• **EXERCISE PROMPT**: Go over the lines below, and when one contains the word "append", copy it.

• **SUPPLIED DATA**:

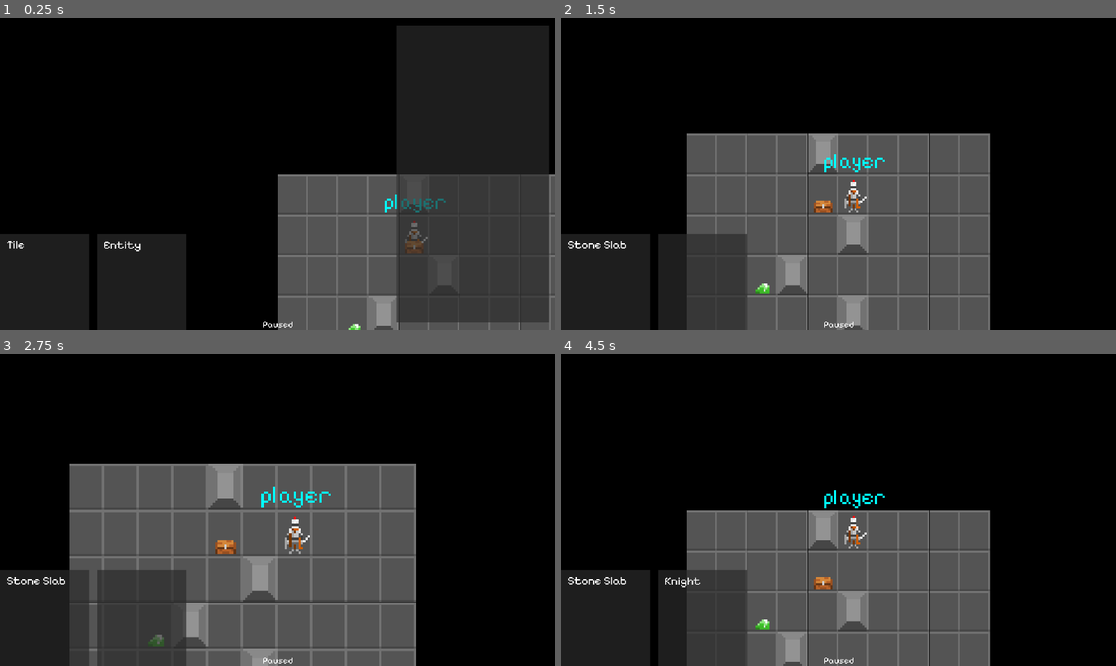
Above: before the commit, frames 1-4 (two rows, left to right).
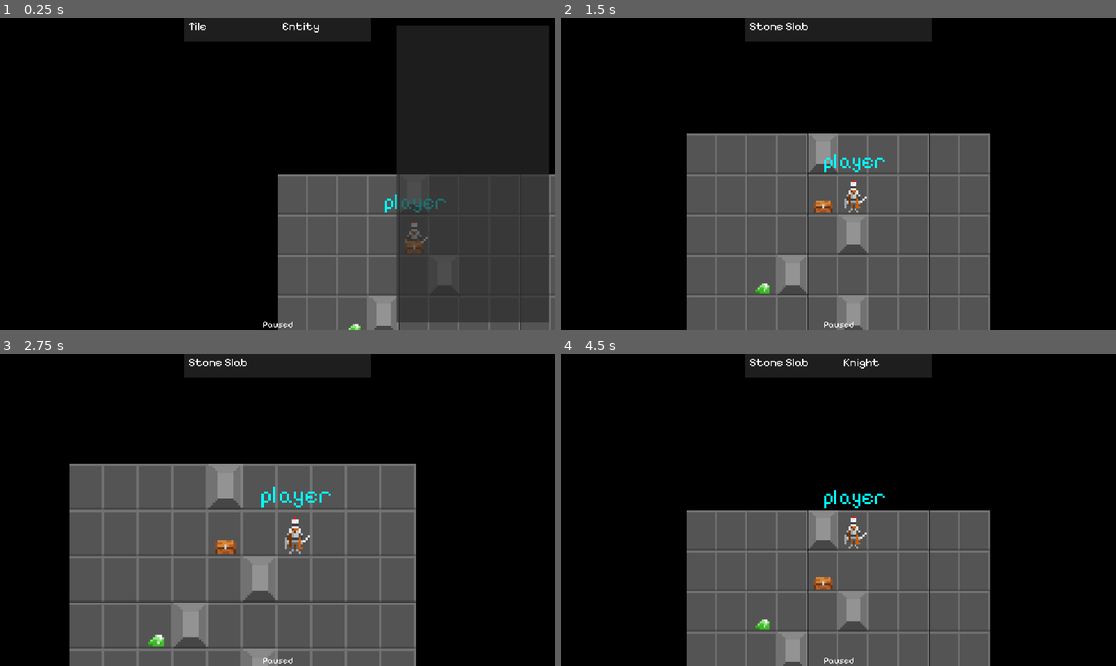
Above: after the commit, the same moments.

Repository: joshandersn/firecrest
Game: Godot game, scene res://main.tscn
Same seed, same stepped clock (60 frames per second), same inputs: the game is played once before the commit and once after it.
Inputs (mouse positions are in pixels of both pictures, inside the frame that each line leads up to):
- Up to frame 1 (0.25 s): no input
- Up to frame 2 (1.5 s): tap Enter (ui_accept) at 0.5, 0.77 s; move the mouse to (855, 192) at 0.52 s; hold D (move_right) 0.53-1.28 s; tap = (zoom_in) at 0.6 s; move the mouse to (716, 152) at 1.27 s; hold S (move_down) from 1.28 s (still down); tap - (zoom_out) at 1.35 s
- Up to frame 3 (2.75 s): tap Enter (ui_accept) at 1.52, 2 s; move the mouse to (205, 491) at 2.02 s; release S (move_down) at 2.03 s; hold D (move_right) from 2.03 s (still down); tap = (zoom_in) at 2.1 s
- Up to frame 4 (4.5 s): tap Enter (ui_accept) at 2.75, 3.02, 3.77 s; move the mouse to (755, 488) at 2.77 s; release D (move_right) at 2.78 s; hold W (move_up) 2.78-3.53 s; tap - (zoom_out) at 2.85, 4.35 s; move the mouse to (794, 528) at 3.52 s; hold A (move_left) from 3.53 s (still down); tap = (zoom_in) at 3.6 s; move the mouse to (855, 531) at 4.27 s

The runs differ from the first frame. In frame 1, 12% of the frame differs, in the area x 0-67%, y 0-100%; in frame 2, 12%; in frame 3, 12%; in frame 4, 12%.

Commit message:
Working Inv system

Diff:
--- a/Objects/interact.gd
+++ b/Objects/interact.gd
@@ -4,4 +4,5 @@
 	if "entity" in body:
 		if body.entity.health <= 0:
 			Game.opened_storage_contents = body.entity.storage
+			Game.opened_storage_containers.append(body)
 			Game.emit_signal("ui_update")
--- a/Objects/inventoryListItem.gd
+++ b/Objects/inventoryListItem.gd
@@ -1,6 +1,7 @@
 extends Button
 
 var entity: ResEntity
+signal add_to_inv
 
 func _ready() -> void:
 	if entity:
@@ -8,3 +9,7 @@
 		icon = entity.artwork
 	else:
 		push_warning("No Entity provided in InventoryListItem")
+
+
+func _on_pressed() -> void:
+	emit_signal("add_to_inv", entity)
--- a/Objects/inventoryListItem.tscn
+++ b/Objects/inventoryListItem.tscn
@@ -12,3 +12,5 @@
 alignment = 0
 expand_icon = true
 script = ExtResource("1_bipjm")
+
+[connection signal="pressed" from="." to="." method="_on_pressed"]
--- a/game.gd
+++ b/game.gd
@@ -2,8 +2,10 @@
 
 # Config
 var tile_res := Vector2(15,20)
+var players: Array[Node2D]
 
 var opened_storage_contents: Array[ResEntity]
+var opened_storage_containers: Array[Node2D]
 var ui_inspect_tile_title: String
 var ui_inspect_tile_description: String
 var ui_inspect_entity_title: String
--- a/main.gd
+++ b/main.gd
@@ -73,6 +73,8 @@
 				new_player.entity = entity_resource
 				new_player.refresh()
 				$Scene.add_child(new_player)
+				if make_player:
+					Game.players.append(new_player)
 				break
 
 func center_selection(selection) -> void:
--- a/main.tscn
+++ b/main.tscn
@@ -33,23 +33,13 @@
 
 [node name="inspectBG" type="ColorRect" parent="UI/HUD"]
 layout_mode = 1
-anchors_preset = 2
-anchor_top = 1.0
-anchor_bottom = 1.0
-offset_top = -333.0
-offset_right = 309.0
-grow_vertical = 0
-color = Color(0.168627, 0.168627, 0.168627, 0.705882)
-
-[node name="inspectBG2" type="ColorRect" parent="UI/HUD"]
-layout_mode = 1
-anchors_preset = 2
-anchor_top = 1.0
-anchor_bottom = 1.0
-offset_left = 336.0
-offset_top = -333.0
-offset_right = 645.0
-grow_vertical = 0
+anchors_preset = 5
+anchor_left = 0.5
+anchor_right = 0.5
+offset_left = -323.5
+offset_right = 323.5
+offset_bottom = 82.0
+grow_horizontal = 2
 color = Color(0.168627, 0.168627, 0.168627, 0.705882)
 
 [node name="InvBG" type="ColorRect" parent="UI/HUD"]
@@ -81,27 +71,27 @@
 
 [node name="TileInspect" type="RichTextLabel" parent="UI/HUD"]
 layout_mode = 1
-anchors_preset = 2
-anchor_top = 1.0
-anchor_bottom = 1.0
-offset_left = 23.0
-offset_top = -319.0
-offset_right = 290.0
-offset_bottom = -15.0
-grow_vertical = 0
+anchors_preset = 5
+anchor_left = 0.5
+anchor_right = 0.5
+offset_left = -308.0
+offset_top = 5.0
+offset_right = -11.0
+offset_bottom = 80.0
+grow_horizontal = 2
 theme_override_font_sizes/normal_font_size = 40
 text = "Tile"
 
 [node name="EntityInspect" type="RichTextLabel" parent="UI/HUD"]
 layout_mode = 1
-anchors_preset = 2
-anchor_top = 1.0
-anchor_bottom = 1.0
-offset_left = 358.0
-offset_top = -318.0
-offset_right = 625.0
-offset_bottom = -14.0
-grow_vertical = 0
+anchors_preset = 5
+anchor_left = 0.5
+anchor_right = 0.5
+offset_left = 16.0
+offset_top = 5.0
+offset_right = 317.0
+offset_bottom = 75.0
+grow_horizontal = 2
 theme_override_font_sizes/normal_font_size = 40
 text = "Entity"
 
--- a/ui.gd
+++ b/ui.gd
@@ -5,6 +5,12 @@
 # Called when the node enters the scene tree for the first time.
 func _ready() -> void:
 	Game.ui_update.connect(update_ui)
+
+func inv_item_clicked(item) -> void:
+	Game.players[0].entity.storage.append(item)
+	Game.opened_storage_containers[0].entity.storage.erase(item)
+	Game.opened_storage_contents.erase(item)
+	update_ui()
 
 func update_ui() -> void:
 	$HUD/EntityInspect.text = str(Game.ui_inspect_entity_description)
@@ -14,6 +20,7 @@
 	for item in Game.opened_storage_contents:
 		var item_inst = inv_list_item.instantiate()
 		item_inst.entity = item
+		item_inst.add_to_inv.connect(inv_item_clicked)
 		$HUD/OpenedStorageList.add_child(item_inst)
 		$HUD/OpenedStorageList.get_child(0).grab_focus()

• **ANSWER TO THE PROBLEM**:
+			Game.opened_storage_containers.append(body)
+					Game.players.append(new_player)
+	Game.players[0].entity.storage.append(item)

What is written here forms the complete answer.